盾で炎を受けたアダルヘルムは衝撃に耐え、反撃に移っていく。
菫色に輝く光の蝶々が戦場に舞い、破魔と祈りの極光が戦場に広がった。
「おお、さすがの勇猛振りよの」
彼の勇姿を瞳に映したツェイも神氣を招來する。霊獣の雷を纏ったツェイは、そのときも花曇を気にかけていた。
加護の力を消さぬためには周囲も手薄にしてはならない。
アダルヘルムが前に出てくれるならば、その隙に術を練りあげればいい。応戦する最中、敵の動きに気付いたアダルヘルムはマガツサバキの力がまた来ると察した。
あれをまた放たれては厄介だとして、間合いをはかるために下がる。アダルヘルムの考えを理解したツェイはそれと同時に跳躍した。
「失礼するよ、騎士殿」
「ああ、空は任せたツェイ殿よ」
アダルヘルムの鎧を蹴ったツェイは、入れ替わりにマガツヘビの上空へ飛翔した。その動きを把握したアダルヘルムは地を踏みしめる。
天と地。
双方から攻め込めば護りも兼ねた優位な立ち回りができる。互いの動きを理解しているツェイとアダルヘルムの二人ならば更に万全だ。

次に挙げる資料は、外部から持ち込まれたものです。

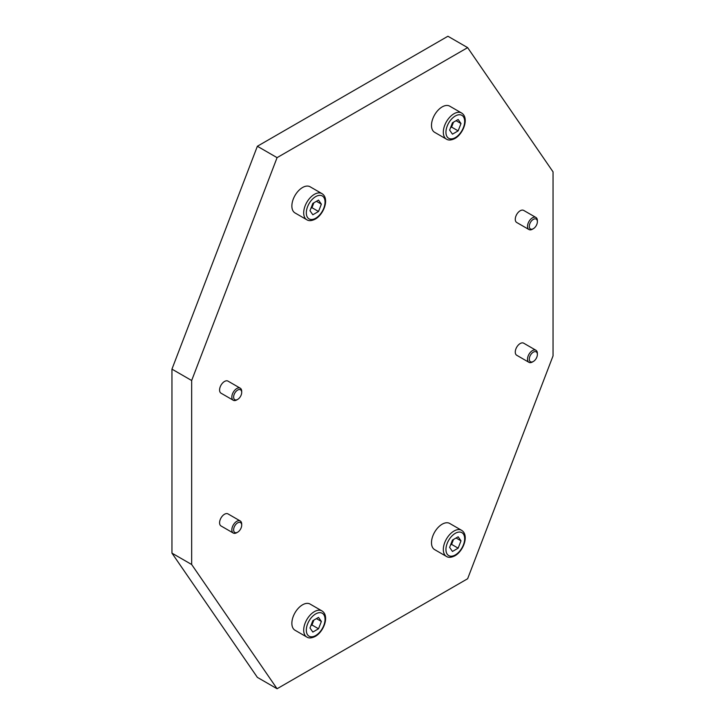 <?xml version="1.0" encoding="UTF-8"?>
<svg xmlns="http://www.w3.org/2000/svg" width="725" height="725" viewBox="0 0 725 725"><rect width="100%" height="100%" fill="white"/><g stroke="black" fill="none" stroke-linecap="round" stroke-linejoin="round"><path stroke-width="1.09" d="M431.493 542.699A15.098 8.718 -60 0 1 438.081 527.501A15.098 8.718 -60 0 1 449.718 523.459L461.544 530.283A15.098 8.718 -60 0 0 453.995 531.035A15.098 8.718 -60 0 0 443.319 549.523A15.098 8.718 -60 0 0 446.446 556.438L434.619 549.613A15.098 8.718 -60 0 1 431.493 542.699M431.493 125.398A15.098 8.718 -60 0 1 438.081 110.2A15.098 8.718 -60 0 1 449.718 106.158L461.544 112.982A15.098 8.718 -60 0 0 453.995 113.734A15.098 8.718 -60 0 0 443.319 132.231A15.098 8.718 -60 0 0 446.446 139.137L434.619 132.312A15.098 8.718 -60 0 1 431.493 125.398M291.867 623.31A15.098 8.718 -60 0 1 298.455 608.112A15.098 8.718 -60 0 1 310.092 604.07L321.918 610.894A15.098 8.718 -60 0 0 314.369 611.646A15.098 8.718 -60 0 0 303.693 630.143A15.098 8.718 -60 0 0 306.82 637.048L294.993 630.224A15.098 8.718 -60 0 1 291.867 623.31M291.867 206.009A15.098 8.718 -60 0 1 298.455 190.82A15.098 8.718 -60 0 1 310.092 186.769L321.918 193.602A15.098 8.718 -60 0 0 314.369 194.345A15.098 8.718 -60 0 0 303.693 212.842A15.098 8.718 -60 0 0 306.82 219.757L294.993 212.923A15.098 8.718 -60 0 1 291.867 206.009M535.938 350.266A6.969 4.024 120 0 0 530.564 352.132A6.969 4.024 120 0 0 527.519 359.147A6.969 4.024 120 0 0 528.969 362.337L516.717 355.259A6.969 4.024 -60 0 1 515.267 352.069A6.969 4.024 -60 0 1 518.312 345.055A6.969 4.024 -60 0 1 523.686 343.188L535.938 350.266A6.969 4.024 120 0 1 537.379 353.456L537.379 354.48A5.709 3.299 120 0 0 533.337 352.151A5.709 3.299 120 0 0 529.295 359.147A5.709 3.299 120 0 0 533.337 361.476A5.709 3.299 120 0 0 537.379 354.48M535.938 217.482A6.969 4.024 120 0 0 530.564 219.349A6.969 4.024 120 0 0 527.519 226.363A6.969 4.024 120 0 0 528.969 229.553L516.717 222.484A6.969 4.024 -60 0 1 515.267 219.294A6.969 4.024 -60 0 1 518.312 212.28A6.969 4.024 -60 0 1 523.686 210.413L535.938 217.482A6.969 4.024 120 0 1 537.379 220.672L537.379 221.705A5.709 3.299 120 0 0 533.337 219.367A5.709 3.299 120 0 0 529.295 226.363A5.709 3.299 120 0 0 533.337 228.701A5.709 3.299 120 0 0 537.379 221.705M240.256 520.976A6.969 4.024 120 0 0 234.882 522.843A6.969 4.024 120 0 0 231.837 529.857A6.969 4.024 120 0 0 233.287 533.047L221.034 525.969A6.969 4.024 -60 0 1 219.584 522.779A6.969 4.024 -60 0 1 222.629 515.765A6.969 4.024 -60 0 1 228.003 513.898L240.256 520.976A6.969 4.024 120 0 1 241.697 524.166L241.697 525.19A5.709 3.299 120 0 0 237.655 522.861A5.709 3.299 120 0 0 233.622 529.857A5.709 3.299 120 0 0 237.655 532.186A5.709 3.299 120 0 0 241.697 525.19M240.256 388.192A6.969 4.024 120 0 0 234.882 390.059A6.969 4.024 120 0 0 231.837 397.073A6.969 4.024 120 0 0 233.287 400.263L221.034 393.195A6.969 4.024 -60 0 1 219.584 390.005A6.969 4.024 -60 0 1 222.629 382.99A6.969 4.024 -60 0 1 228.003 381.123L240.256 388.192A6.969 4.024 120 0 1 241.697 391.382L241.697 392.415A5.709 3.299 120 0 0 237.655 390.077A5.709 3.299 120 0 0 233.622 397.073A5.709 3.299 120 0 0 237.655 399.412A5.709 3.299 120 0 0 241.697 392.415M233.287 400.263A6.969 4.024 120 0 0 236.767 399.919L237.655 399.412M467.634 47.633L447.923 36.25L257.366 146.26L171.952 369.134L171.952 553.13L257.366 677.368L277.077 688.75L191.663 564.512L191.663 380.516L277.077 157.642L467.634 47.633L553.048 171.87L553.048 355.866L467.634 578.74L277.077 688.75M233.287 533.047A6.969 4.024 120 0 0 236.767 532.694L237.655 532.186M528.969 229.553A6.969 4.024 120 0 0 532.449 229.209L533.337 228.701M528.969 362.337A6.969 4.024 120 0 0 532.449 361.983L533.337 361.476M321.374 204.151L318.529 211.483L312.837 214.772L309.992 210.721L312.837 203.39L318.529 200.1L321.374 204.151L316.444 201.305M318.529 211.483L311.958 207.685L313.853 202.801M310.943 208.274L311.958 207.685M321.374 621.452L318.529 628.783L312.837 632.064L309.992 628.022L312.837 620.682L318.529 617.401L321.374 621.452L316.444 618.606M318.529 628.783L311.958 624.986L313.853 620.102M310.943 625.575L311.958 624.986M461 123.54L458.155 130.872L452.463 134.152L449.618 130.11L452.463 122.779L458.155 119.489L461 123.54L456.07 120.694M458.155 130.872L451.584 127.074L453.478 122.19M450.569 127.663L451.584 127.074M461 540.832L458.155 548.163L452.463 551.453L449.618 547.402L452.463 540.071L458.155 536.79L461 540.832L456.07 537.986M458.155 548.163L451.584 544.375L453.478 539.482M450.569 544.964L451.584 544.375M171.952 553.13L191.663 564.512M171.952 369.134L191.663 380.516M257.366 146.26L277.077 157.642M455.309 554.933A13.24 7.649 -60 0 1 445.947 549.523A13.24 7.649 -60 0 1 455.309 533.31A13.24 7.649 -60 0 1 464.671 538.711A13.24 7.649 -60 0 1 455.309 554.933M455.309 137.632A13.24 7.649 -60 0 1 445.947 132.231A13.24 7.649 -60 0 1 455.309 116.009A13.24 7.649 -60 0 1 464.671 121.419A13.24 7.649 -60 0 1 455.309 137.632M315.683 635.544A13.24 7.649 -60 0 1 306.322 630.143A13.24 7.649 -60 0 1 315.683 613.921A13.24 7.649 -60 0 1 325.045 619.331A13.24 7.649 -60 0 1 315.683 635.544M315.683 218.243A13.24 7.649 -60 0 1 306.322 212.842A13.24 7.649 -60 0 1 315.683 196.62A13.24 7.649 -60 0 1 325.045 202.03A13.24 7.649 -60 0 1 315.683 218.243M461.544 530.283C469.374 534.95 463.583 550.964 454.928 555.785C451.312 557.588 448.494 557.806 446.446 556.438M461.544 112.982C469.374 117.658 463.583 133.672 454.928 138.484C451.312 140.288 448.494 140.505 446.446 139.137M321.918 610.894C329.748 615.57 323.957 631.584 315.303 636.396C311.687 638.199 308.859 638.417 306.82 637.048M321.918 193.602C329.748 198.269 323.957 214.283 315.303 219.095C311.687 220.898 308.859 221.116 306.82 219.757"/></g></svg>

蝶を模した弾丸を放ち、アダルヘルムはツェイへの言葉を紡ぐ。
「貴殿ならば、何者にも縛られず自由に舞えるだろう」
「アダル殿の御蔭でのう」
雷鎗を構えたツェイの周囲には、追い風にも感じられる胡蝶の祝福が満ちていた。か細くも確かな力を宿す鎗で狙うは――脚か、背骨に連なる尾か、或いは頭か。
それとも全てを穿とうか。
ツェイが解き放った一閃は落雷が如くマガツヘビの頭上から轟く。次の瞬間には敵の体が真っ直ぐに貫かれており、地に縫い留められていた。
だが、マガツヘビも尾を振るおうとしている。
「おっと、その手にはかからぬよ。――再びにて、失礼」
対するツェイは腕を引く仕草を見せた。
それはアダルヘルムの鎧に繋いでおいた霊糸を手繰る動作。碇と鎖よろしく、ツェイはひといきに後方に舞い戻る。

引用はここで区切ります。